Dataset records:
==============================

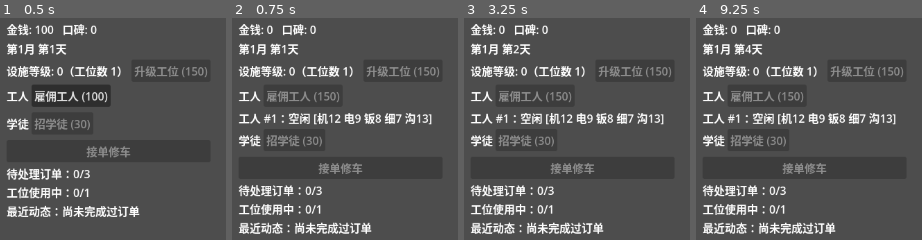
Above: before the commit, frames 1-4 (left to right).
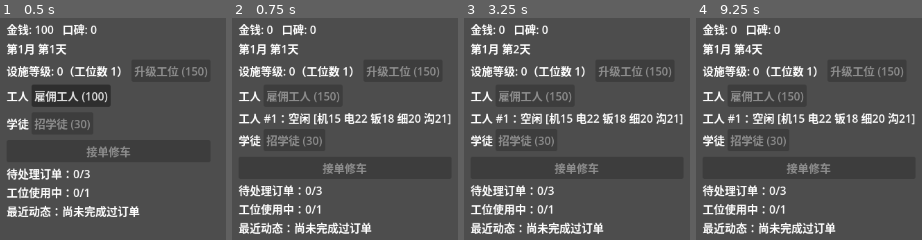
Above: after the commit, the same moments.

Repository: XinLiucc/cocos-game-project
Game: Godot game, scene res://scenes/Main.tscn
Two runs of this game, one before a commit and one after it. Both use one fixed random seed, a clock stepped at 60 frames per second and the inputs below.
Inputs (mouse positions are in pixels of both pictures, inside the frame that each line leads up to):
- Up to frame 1 (0.5 s): no input
- Up to frame 2 (0.75 s): click "雇佣工人 (100)" at 0.5 s
- Up to frame 3 (3.25 s): tap Enter at 1.25, 2.75 s; move the mouse to (outside the picture) at 1.27 s; hold D 1.28-2 s; tap B at 1.35 s; click (outside the picture) at 1.42 s; tap Space at 1.52, 2 s; drag from (outside the picture) to (outside the picture) at 2.02 s; move the mouse to (outside the picture) at 2.77 s; hold D from 2.78 s (still down); tap E at 2.85 s
- Up to frame 4 (9.25 s): release D at 3.5 s; tap Space at 3.5, 4.52, 5, 7.52 s; drag from (outside the picture) to (820, 186) at 3.52 s; tap Enter at 4.25 s; move the mouse to (outside the picture) at 4.27 s; hold A 4.28-5 s; tap G at 4.35 s; drag from (820, 186) to (outside the picture) at 5.02 s; move the mouse to (outside the picture) at 5.77 s; hold S 5.78-6.5 s; tap I at 5.85 s; click (outside the picture) at 5.92 s; drag from (outside the picture) to (outside the picture) at 6.52 s; move the mouse to (outside the picture) at 7.27 s; hold W 7.28-8 s; tap K at 7.35 s; drag from (outside the picture) to (outside the picture) at 8.02 s; move the mouse to (outside the picture) at 8.77 s; hold S from 8.78 s (still down); tap M at 8.85 s

Frame 1 is identical in both runs. In frame 2, 1.9% of the frame differs, in the area x 38-97%, y 42-71%; in frame 3, 1.9%; in frame 4, 1.9%.

Commit message:
Add apprentice self-training path for the attribute system
Apprentices now start every attribute flat at 5 (was random 5~20,
which could hit the tier-1 exam threshold at hire and leave no room
to train); workers now roll 15~25 instead, staying near that same
threshold as already-trained hires. Apprentices train a specific
attribute via one of 5 course resources, with a soft-cap growth
curve slowing gains as their attribute sum approaches 150.

Diff:
--- /dev/null
+++ b/car_repair_shop/resources/courses/bodywork.tres
@@ -0,0 +1,11 @@
+[gd_resource type="Resource" format=3]
+
+[ext_resource type="Script" path="res://scripts/TrainingCourse.gd" id="1_body01"]
+
+[resource]
+script = ExtResource("1_body01")
+course_name = "钣金喷漆课"
+attribute_key = "bodywork"
+cost = 20
+duration = 8.0
+base_growth = 8.0
--- /dev/null
+++ b/car_repair_shop/resources/courses/communication.tres
@@ -0,0 +1,11 @@
+[gd_resource type="Resource" format=3]
+
+[ext_resource type="Script" path="res://scripts/TrainingCourse.gd" id="1_comm01"]
+
+[resource]
+script = ExtResource("1_comm01")
+course_name = "沟通表达课"
+attribute_key = "communication"
+cost = 20
+duration = 8.0
+base_growth = 8.0
--- /dev/null
+++ b/car_repair_shop/resources/courses/electrical.tres
@@ -0,0 +1,11 @@
+[gd_resource type="Resource" format=3]
+
+[ext_resource type="Script" path="res://scripts/TrainingCourse.gd" id="1_elec01"]
+
+[resource]
+script = ExtResource("1_elec01")
+course_name = "电气系统课"
+attribute_key = "electrical"
+cost = 20
+duration = 8.0
+base_growth = 8.0
--- /dev/null
+++ b/car_repair_shop/resources/courses/mechanical.tres
@@ -0,0 +1,11 @@
+[gd_resource type="Resource" format=3]
+
+[ext_resource type="Script" path="res://scripts/TrainingCourse.gd" id="1_mech01"]
+
+[resource]
+script = ExtResource("1_mech01")
+course_name = "机械原理课"
+attribute_key = "mechanical"
+cost = 20
+duration = 8.0
+base_growth = 8.0
--- /dev/null
+++ b/car_repair_shop/resources/courses/precision.tres
@@ -0,0 +1,11 @@
+[gd_resource type="Resource" format=3]
+
+[ext_resource type="Script" path="res://scripts/TrainingCourse.gd" id="1_prec01"]
+
+[resource]
+script = ExtResource("1_prec01")
+course_name = "细心专注课"
+attribute_key = "precision"
+cost = 20
+duration = 8.0
+base_growth = 8.0
--- a/car_repair_shop/scripts/GameState.gd
+++ b/car_repair_shop/scripts/GameState.gd
@@ -33,11 +33,19 @@
 const APPRENTICE_XP_BASE := 50
 const APPRENTICE_XP_LEVEL_STEP := 20
 
-# 2026-08-09：员工属性系统骨架。5 项属性（机械/电气/钣喷偏硬技能，细心/沟通偏软技能），
-# 招募时随机生成基础值；成长曲线（训练/带教）、考试通过率、车型属性权重都还没做，占位范围随手定
+# 2026-08-09：员工属性系统骨架。5 项属性（机械/电气/钣喷偏硬技能，细心/沟通偏软技能）。
+# 2026-08-10：区分工人/学徒的起始值——工人是已出师的熟练工，随机值贴近一级考试线；
+# 学徒是白纸，五项统一从最低值起步，全靠训练/带教走方向分化。
+# 考试通过率、车型属性权重仍未做，占位数值随手定
 const ATTRIBUTE_KEYS: Array[String] = ["mechanical", "electrical", "bodywork", "precision", "communication"]
-const ATTRIBUTE_BASE_MIN := 5
-const ATTRIBUTE_BASE_MAX := 20
+const WORKER_ATTR_MIN := 15
+const WORKER_ATTR_MAX := 25
+const APPRENTICE_ATTR_BASE := 5
+
+# 训练：学徒花钱选一门课，精准培养对应属性。属性总和越接近软上限，单次涨幅越小
+# （留个尾部不会完全练不动），具体课程数值见 resources/courses/*.tres
+const ATTRIBUTE_SOFT_CAP := 150.0
+const ATTRIBUTE_GROWTH_FLOOR_RATIO := 0.1
 
 const STARTING_MONEY := 100
 
@@ -96,11 +104,25 @@
 	reputation_changed.emit(reputation)
 
 
-func _random_base_attributes() -> Dictionary:
+func _random_worker_attributes() -> Dictionary:
 	var attrs := {}
 	for key in ATTRIBUTE_KEYS:
-		attrs[key] = randi_range(ATTRIBUTE_BASE_MIN, ATTRIBUTE_BASE_MAX)
+		attrs[key] = randi_range(WORKER_ATTR_MIN, WORKER_ATTR_MAX)
 	return attrs
+
+
+func _base_apprentice_attributes() -> Dictionary:
+	var attrs := {}
+	for key in ATTRIBUTE_KEYS:
+		attrs[key] = APPRENTICE_ATTR_BASE
+	return attrs
+
+
+func attribute_sum(attrs: Dictionary) -> int:
+	var total := 0
+	for key in ATTRIBUTE_KEYS:
+		total += attrs[key]
+	return total
 
 
 func workers() -> Array[Dictionary]:
@@ -149,7 +171,7 @@
 	money -= cost
 	employees.append({
 		"id": _next_employee_id, "kind": "worker", "busy": false, "level": 0, "xp": 0,
-		"attributes": _random_base_attributes(),
+		"attributes": _random_worker_attributes(),
 	})
 	_next_employee_id += 1
 	money_changed.emit(money)
@@ -198,7 +220,7 @@
 	money -= next_apprentice_hire_cost()
 	employees.append({
 		"id": _next_employee_id, "kind": "apprentice", "busy": false, "level": 0, "xp": 0,
-		"attributes": _random_base_attributes(),
+		"attributes": _base_apprentice_attributes(),
 	})
 	_next_employee_id += 1
 	money_changed.emit(money)
@@ -233,3 +255,33 @@
 	e["level"] += 1
 	employees_changed.emit()
 	return true
+
+
+func can_start_training(id: int, course: Resource) -> bool:
+	var e := get_employee(id)
+	if e.is_empty() or e["kind"] != "apprentice" or e["busy"]:
+		return false
+	return money >= course.cost
+
+
+func start_training(id: int, course: Resource) -> bool:
+	if not can_start_training(id, course):
+		return false
+	money -= course.cost
+	var e := get_employee(id)
+	e["busy"] = true
+	money_changed.emit(money)
+	employees_changed.emit()
+	return true
+
+
+func complete_training(id: int, course: Resource) -> void:
+	var e := get_employee(id)
+	if e.is_empty():
+		return
+	var attrs: Dictionary = e["attributes"]
+	var factor: float = max(ATTRIBUTE_GROWTH_FLOOR_RATIO, 1.0 - float(attribute_sum(attrs)) / ATTRIBUTE_SOFT_CAP)
+	var growth: int = roundi(course.base_growth * factor)
+	attrs[course.attribute_key] += growth
+	e["busy"] = false
+	employees_changed.emit()
--- a/car_repair_shop/scripts/Main.gd
+++ b/car_repair_shop/scripts/Main.gd
@@ -14,6 +14,14 @@
 	preload("res://resources/orders/sedan.tres"),
 	preload("res://resources/orders/suv.tres"),
 	preload("res://resources/orders/sports_car.tres"),
+]
+
+const TRAINING_COURSES: Array[Resource] = [
+	preload("res://resources/courses/mechanical.tres"),
+	preload("res://resources/courses/electrical.tres"),
+	preload("res://resources/courses/bodywork.tres"),
+	preload("res://resources/courses/precision.tres"),
+	preload("res://resources/courses/communication.tres"),
 ]
 
 @onready var money_label: Label = $UI/MoneyLabel
@@ -32,6 +40,8 @@
 var active_jobs: Array[Dictionary] = []
 # 每个学徒最多一个进行中实习：{"order": Resource, "timer": Timer, "employee_id": int}
 var active_practices: Array[Dictionary] = []
+# 每个学徒最多一个进行中训练：{"course": Resource, "timer": Timer, "employee_id": int}
+var active_trainings: Array[Dictionary] = []
 # 待处理订单队列：{"order": Resource, "timer": Timer}，timer 到期即流失
 var pending_orders: Array[Dictionary] = []
 var order_spawn_timer: Timer
@@ -179,6 +189,28 @@
 	game_state.take_exam(employee_id)
 
 
+func _on_train_button_pressed(employee_id: int, course: Resource) -> void:
+	if not game_state.start_training(employee_id, course):
+		return
+	var timer := Timer.new()
+	timer.one_shot = true
+	timer.wait_time = course.duration
+	add_child(timer)
+	var training := {"course": course, "timer": timer, "employee_id": employee_id}
+	timer.timeout.connect(_on_training_complete.bind(training))
+	active_trainings.append(training)
+	timer.start()
+	_update_all()
+
+
+func _on_training_complete(training: Dictionary) -> void:
+	var course: Resource = training["course"]
+	game_state.complete_training(training["employee_id"], course)
+	active_trainings.erase(training)
+	(training["timer"] as Timer).queue_free()
+	_update_all()
+
+
 func _on_int_state_changed(_value: int) -> void:
 	_update_all()
 
@@ -235,11 +267,15 @@
 		var status_text := "空闲"
 		if a["busy"]:
 			var practice := _find_by_employee(active_practices, a["id"])
+			var training := _find_by_employee(active_trainings, a["id"])
 			if not practice.is_empty():
 				var order: Resource = practice["order"]
 				status_text = "实习中（%s）" % order.car_name
+			elif not training.is_empty():
+				var course: Resource = training["course"]
+				status_text = "训练中（%s）" % course.course_name
 			else:
-				status_text = "实习中"
+				status_text = "忙碌中"
 
 		var status_label := Label.new()
 		status_label.text = "学徒 #%d：Lv%d，经验 %d/%d，月薪 %d，%s [%s]" % [
@@ -265,6 +301,13 @@
 		exam_button.pressed.connect(_on_exam_button_pressed.bind(a["id"]))
 		row.add_child(exam_button)
 
+		for course in TRAINING_COURSES:
+			var train_button := Button.new()
+			train_button.text = "训练：%s" % course.course_name
+			train_button.disabled = not game_state.can_start_training(a["id"], course)
+			train_button.pressed.connect(_on_train_button_pressed.bind(a["id"], course))
+			row.add_child(train_button)
+
 		apprentice_list_container.add_child(row)
 
 
--- /dev/null
+++ b/car_repair_shop/scripts/TrainingCourse.gd
@@ -0,0 +1,7 @@
+extends Resource
+
+@export var course_name: String = ""
+@export var attribute_key: String = ""
+@export var cost: int = 0
+@export var duration: float = 1.0
+@export var base_growth: float = 1.0
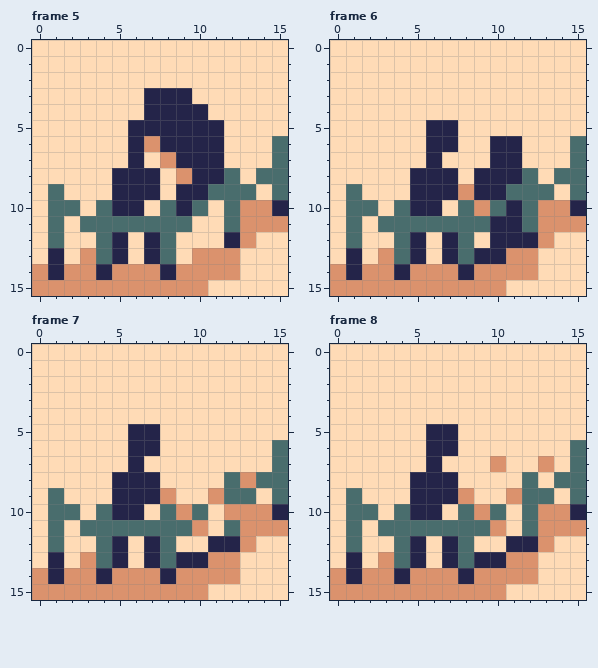
A pixel-art file gets an edit: assets/working files/tiles/earth_digsite_smear.aseprite. This is how it looked before the edit.
16x16 pixels, 9 frames. Shown: frame 5, frame 6, frame 7, frame 8. The commit also changed other frames, which this record leaves out.
After the commit:
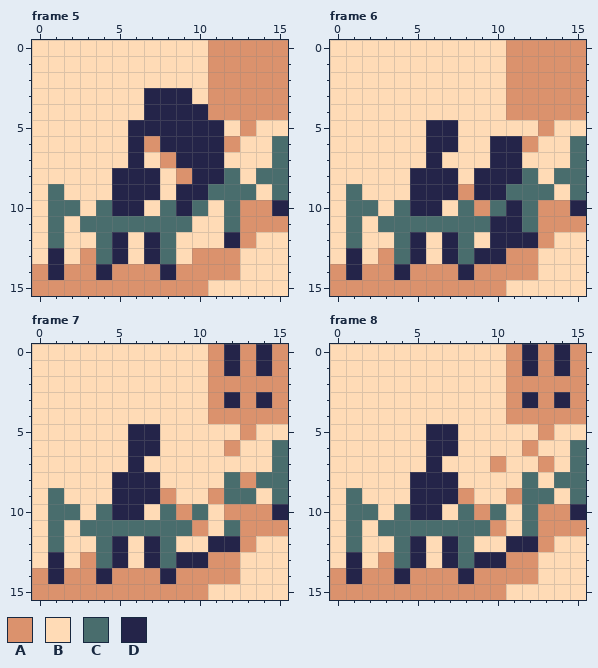
Palette (. is transparent): A #db926d  B #ffdbb6  C #496d6d  D #242449
From the commit log: Smear frame sprite sheets
From old to new:
layer "og colours/Speech bubble" added
layer "og colours/Ex2" added
Frame 5, layer "og colours/Speech bubble":
y 0..4: x 11..15 BBBBB -> AAAAA
y 5: x 13 B -> A
y 6: x 12 B -> A
Frame 6, layer "og colours/Speech bubble": the same change as frame 5
Frame 7, layers "og colours/Ex2", "og colours/Speech bubble":
y 0..1: x 11..15 BBBBB -> ADADA
y 2: x 11..15 BBBBB -> AAAAA
y 3: x 11..15 BBBBB -> ADADA
y 4: x 11..15 BBBBB -> AAAAA
y 5: x 13 B -> A
y 6: x 12 B -> A
Frame 8, layers "og colours/Ex2", "og colours/Speech bubble": the same change as frame 7

==============================

## Exercise description
Write out, word for word, the lines from the start of the data through the one holding "- Up to frame 3". Omit pictures.

## Answer area
Above: before the commit, frames 1-4 (left to right).
Above: after the commit, the same moments.

Repository: XinLiucc/cocos-game-project
Game: Godot game, scene res://scenes/Main.tscn
Two runs of this game, one before a commit and one after it. Both use one fixed random seed, a clock stepped at 60 frames per second and the inputs below.
Inputs (mouse positions are in pixels of both pictures, inside the frame that each line leads up to):
- Up to frame 1 (0.5 s): no input
- Up to frame 2 (0.75 s): click "雇佣工人 (100)" at 0.5 s
- Up to frame 3 (3.25 s): tap Enter at 1.25, 2.75 s; move the mouse to (outside the picture) at 1.27 s; hold D 1.28-2 s; tap B at 1.35 s; click (outside the picture) at 1.42 s; tap Space at 1.52, 2 s; drag from (outside the picture) to (outside the picture) at 2.02 s; move the mouse to (outside the picture) at 2.77 s; hold D from 2.78 s (still down); tap E at 2.85 s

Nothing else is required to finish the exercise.